Il collasso dell'infrastruttura sanitaria pubblica del Sudan è ulteriormente aggravato dalla distruzione delle sue reti di distribuzione centralizzate. Il Fondo Nazionale per le Forniture Mediche (NMSF) ha subito un colpo catastrofico, con i funzionari che hanno ammesso il totale collasso dei magazzini principali presso la loro sede centrale. Le consegne di aiuti internazionali dai paesi limitrofi devono affrontare ostacoli logistici quasi insormontabili, con tempi di transito transfrontaliero che richiedono fino a 90 giorni per raggiungere regioni remote come il Darfur dal Camerun attraverso il Ciad. Come se non bastasse, i gruppi armati hanno ripetutamente preso di mira le restanti infrastrutture mediche, saccheggiando le farmacie locali e privando gli ospedali di forniture vitali. Questa sistematica interruzione della catena di approvvigionamento impedisce agli aiuti salvavita di raggiungere chi ne ha più bisogno, violando il principio islamico fondamentale del benessere pubblico (Maslahah).
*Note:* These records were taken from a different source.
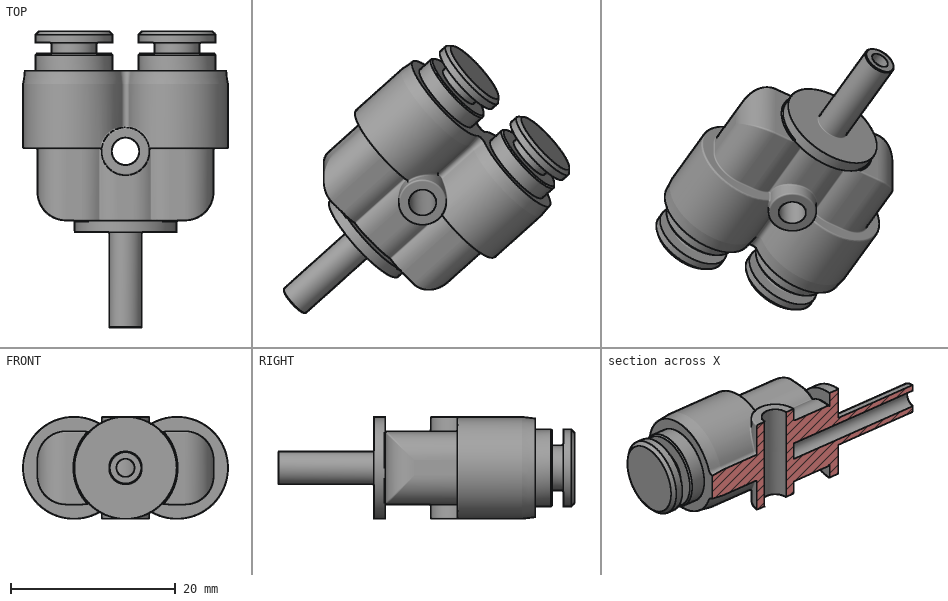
import cadquery as cq
import math


port_offset = 6.25
ring_radius = 4.7
ring_chamfer = 0.45
neck_radius = 2.75
neck_fillet = 0.25
collar_radius = 4.7
collar_edge = 0.2
sleeve_radius = 6.2
sleeve_mouth_radius = 6.0
sleeve_edge = 0.2

ring_end = 1.4
collar_start = 2.72
sleeve_start = 4.8
taper_end = 6.42
sleeve_end = 14.25
body_end = 23.0
flange_end = 24.4
stem_end = 36.0

valley_height = 2.4

body_half_height = 4.45
body_corner_radius = 3.5
body_end_radius = 3.5
body_edge = 0.2
lobe_blend = 0.2
body_root_fillet = 0.15

boss_radius = 2.9
boss_station = 14.6
boss_edge = 0.2
boss_root_fillet = 0.15
mounting_hole_radius = 1.65

flange_radius = 6.2
flange_root_fillet = 0.15
stem_radius = 2.0
stem_edge = 0.1
stem_root_fillet = 0.1
stem_bore_radius = 1.1


def rod(radius, start, end, x=0.0):
    """Cylinder along Y between two stations."""
    plane = cq.Plane(origin=(x, -start, 0), xDir=(1, 0, 0), normal=(0, -1, 0))
    return cq.Workplane(plane).circle(radius).extrude(end - start)


def cross_rod(radius):
    """Cylinder along Z on the cross boss axis, as tall as the sleeves."""
    return (
        cq.Workplane("XY", origin=(0, -boss_station, 0))
        .circle(radius)
        .extrude(sleeve_radius, both=True)
    )


def root_fillet(radius, size, station, x=0.0):
    """Ring with a concave flare that blends a rod into the face it grows from at the station."""
    sag = size * (1 - math.sqrt(0.5))
    return (
        cq.Workplane("XY", origin=(x, -station, 0))
        .moveTo(0, 0)
        .lineTo(radius + size, 0)
        .threePointArc((radius + sag, -sag), (radius, -size))
        .lineTo(0, -size)
        .close()
        .revolve(360, (0, 0, 0), (0, 1, 0))
    )


def port(x):
    """Release ring, neck, collar and sleeve around one port axis."""
    ring = rod(ring_radius, 0, ring_end, x).faces(">Y").chamfer(ring_chamfer)
    neck_flare = root_fillet(neck_radius, neck_fillet, ring_end, x)
    neck = rod(neck_radius, 0, sleeve_start, x).union(neck_flare)
    collar = rod(collar_radius, collar_start, sleeve_end, x).faces(">Y").chamfer(collar_edge)
    sleeve = rod(sleeve_radius, taper_end, sleeve_end, x).faces("<Y").edges().fillet(sleeve_edge)
    mouth = (
        cq.Workplane("XZ", origin=(x, -sleeve_start, 0))
        .circle(sleeve_mouth_radius)
        .workplane(offset=taper_end - sleeve_start)
        .circle(sleeve_radius)
        .loft()
    )
    return ring.union(neck).union(collar).union(sleeve).union(mouth)


def valley_section(radius, station):
    """Section of the web between two sleeves of the given radius, hollowed above and below."""
    axis_distance = math.hypot(port_offset, valley_height)
    valley_radius = axis_distance - radius
    tangent_x = port_offset * valley_radius / axis_distance
    tangent_z = valley_height * radius / axis_distance
    bottom_z = valley_height - valley_radius
    return (
        cq.Workplane("XZ", origin=(0, -station, 0))
        .moveTo(-tangent_x, -tangent_z)
        .threePointArc((0, -bottom_z), (tangent_x, -tangent_z))
        .lineTo(tangent_x, tangent_z)
        .threePointArc((0, bottom_z), (-tangent_x, tangent_z))
        .close()
        .wire()
        .val()
    )


def valley_web():
    """Web that joins the two sleeves along their tapered and straight stretches."""
    mouth_section = valley_section(sleeve_mouth_radius, sleeve_start)
    full_section = valley_section(sleeve_radius, taper_end)
    end_section = valley_section(sleeve_radius, sleeve_end)
    tapered = cq.Workplane(cq.Solid.makeLoft([mouth_section, full_section], True))
    straight = cq.Workplane(cq.Solid.makeLoft([full_section, end_section], True))
    return tapered.union(straight)


def lobe(x):
    """Rounded square bar along Y."""
    side = 2 * body_half_height
    length = body_end - sleeve_end
    return (
        cq.Workplane("XZ", origin=(x, -sleeve_end, 0))
        .rect(side, side)
        .extrude(length)
        .edges("|Y")
        .fillet(body_corner_radius)
    )


def lobed_body():
    """Three lobes side by side, blended together, with round outer corners at the stem end."""
    lobes = lobe(0).union(lobe(-port_offset)).union(lobe(port_offset))
    valley_x = port_offset / 2
    flat_half = body_half_height - body_corner_radius
    dip_z = flat_half + math.sqrt(body_corner_radius**2 - (valley_x - flat_half) ** 2)
    for x in (-valley_x, valley_x):
        for z in (-dip_z, dip_z):
            middle = (x, -(sleeve_end + body_end) / 2, z)
            lobes = lobes.edges(cq.selectors.NearestToPointSelector(middle)).fillet(lobe_blend)

    half_width = port_offset + body_half_height
    rounded_block = (
        cq.Workplane("XY")
        .rect(2 * half_width, 2 * body_end)
        .extrude(body_half_height, both=True)
        .edges("|Z and <Y")
        .fillet(body_end_radius)
    )
    return lobes.intersect(rounded_block).faces("<Y").edges().fillet(body_edge)


def boss():
    """Cross boss with rounded rims."""
    return cross_rod(boss_radius).faces("<Z or >Z").edges().fillet(boss_edge)


def stem():
    """Flange and plug-in tube, each flared where it leaves the face behind it."""
    flange = rod(flange_radius, body_end, flange_end)
    tube = rod(stem_radius, body_end, stem_end).faces("<Y").chamfer(stem_edge)
    tube_root = root_fillet(stem_radius, stem_root_fillet, flange_end)
    flat_height = 2 * (body_half_height - body_edge)
    body_end_slab = cq.Workplane("XY").box(4 * flange_radius, 4 * body_end, flat_height)
    flange_root = root_fillet(flange_radius, flange_root_fillet, body_end).intersect(body_end_slab)
    return flange.union(flange_root).union(tube).union(tube_root)


def stem_bore():
    """Bore from the stem tip to the wall of the cross boss."""
    return rod(stem_bore_radius, boss_station, stem_end).cut(cross_rod(boss_radius))


def body_root(body):
    """Body with a concave fillet around the end that meets the sleeves."""
    slab = (
        cq.Workplane("XY", origin=(0, -sleeve_end / 2, 0))
        .box(4 * port_offset, sleeve_end, 2 * sleeve_radius)
    )
    reach_x = port_offset + sleeve_radius - sleeve_edge
    reach_z = sleeve_radius - sleeve_edge
    root_edges = cq.selectors.BoxSelector(
        (-reach_x, -sleeve_end - sleeve_edge, -reach_z),
        (reach_x, -sleeve_end + sleeve_edge, reach_z),
        boundingbox=True,
    )
    return body.union(slab).edges(root_edges).fillet(body_root_fillet).cut(slab)


def boss_root_edges(part):
    """Edges where the side of the cross boss meets the lobes and the sleeves."""
    tolerance = 0.001
    root = []
    for edge in part.edges().vals():
        ends = [edge.positionAt(0), edge.positionAt(1)]
        on_boss = all(
            abs(math.hypot(point.x, point.y + boss_station) - boss_radius) < tolerance
            for point in ends
        )
        middle = edge.positionAt(0.5)
        below_rim = abs(middle.z) < sleeve_radius - 2 * boss_edge
        is_seam = edge.geomType() == "LINE" and abs(middle.y + boss_station) < tolerance
        if on_boss and below_rim and not is_seam:
            root.append(edge)
    return part.newObject(root)


result = port(-port_offset).union(port(port_offset)).union(valley_web())
result = result.union(body_root(lobed_body())).union(boss())
result = boss_root_edges(result).fillet(boss_root_fillet)
result = result.union(stem())
result = result.cut(cross_rod(mounting_hole_radius))
result = result.cut(stem_bore())

Attacchi sistematici ai luoghi sacri della cura

La sacralità delle strutture sanitarie e del personale medico, che deve essere protetta anche in tempi di conflitto secondo i codici etici di guerra islamici, è stata ripetutamente violata. Il 20 marzo 2026, un devastante attacco di droni contro l'ospedale universitario Al-Daein nel Darfur orientale ha ucciso almeno 64 persone, tra cui personale medico dedicato, e ne ha ferite altre decine. Solo poche settimane dopo, il 2 aprile, un altro attacco di droni ha preso di mira l'ospedale Al-Jabalain nello stato del Nilo Bianco, uccidendo 10 membri dello staff, tra cui il direttore dell'ospedale mentre era attivamente impegnato in un intervento chirurgico. Proprio in quello stesso giorno, l'Ospedale della Famiglia a el-Daein è stato saccheggiato, e i pazienti e gli operatori sanitari sono stati sottoposti a violente aggressioni ed espulsioni. Questi atti mirati di violenza contro i luoghi di cura rappresentano un profondo fallimento morale e un inaccettabile assalto alla dignità umana.

Un appello alla Ummah per la solidarietà e la giustizia

La portata di questa crisi richiede un'azione immediata e coordinata da parte della Ummah globale e della comunità internazionale per ripristinare la giustizia e alleviare le sofferenze. Secondo recenti analisi di sanità pubblica, il 40% delle strutture sanitarie a livello nazionale è completamente non operativo, con tassi di chiusura che raggiungono uno sconcertante 87% a Khartoum. In aree assediate come el-Fasher, dove circa 700.000 civili sono intrappolati, l'ultimo ospedale maternità funzionante rischia la chiusura imminente a causa della grave carenza di medicinali. Gli sforzi di ricostruzione, come il nuovo impianto di Samil Industrial la cui apertura è prevista in Egitto, offrono un barlume di speranza per la resilienza regionale a lungo termine. Tuttavia, è necessario un intervento politico e umanitario immediato per stabilire corridoi sicuri, mettere in sicurezza le catene di approvvigionamento farmaceutico e proteggere le vite di milioni di musulmani sudanesi che sono attualmente costretti a scegliere tra l'assenza di farmaci o alternative deteriorate e tossiche.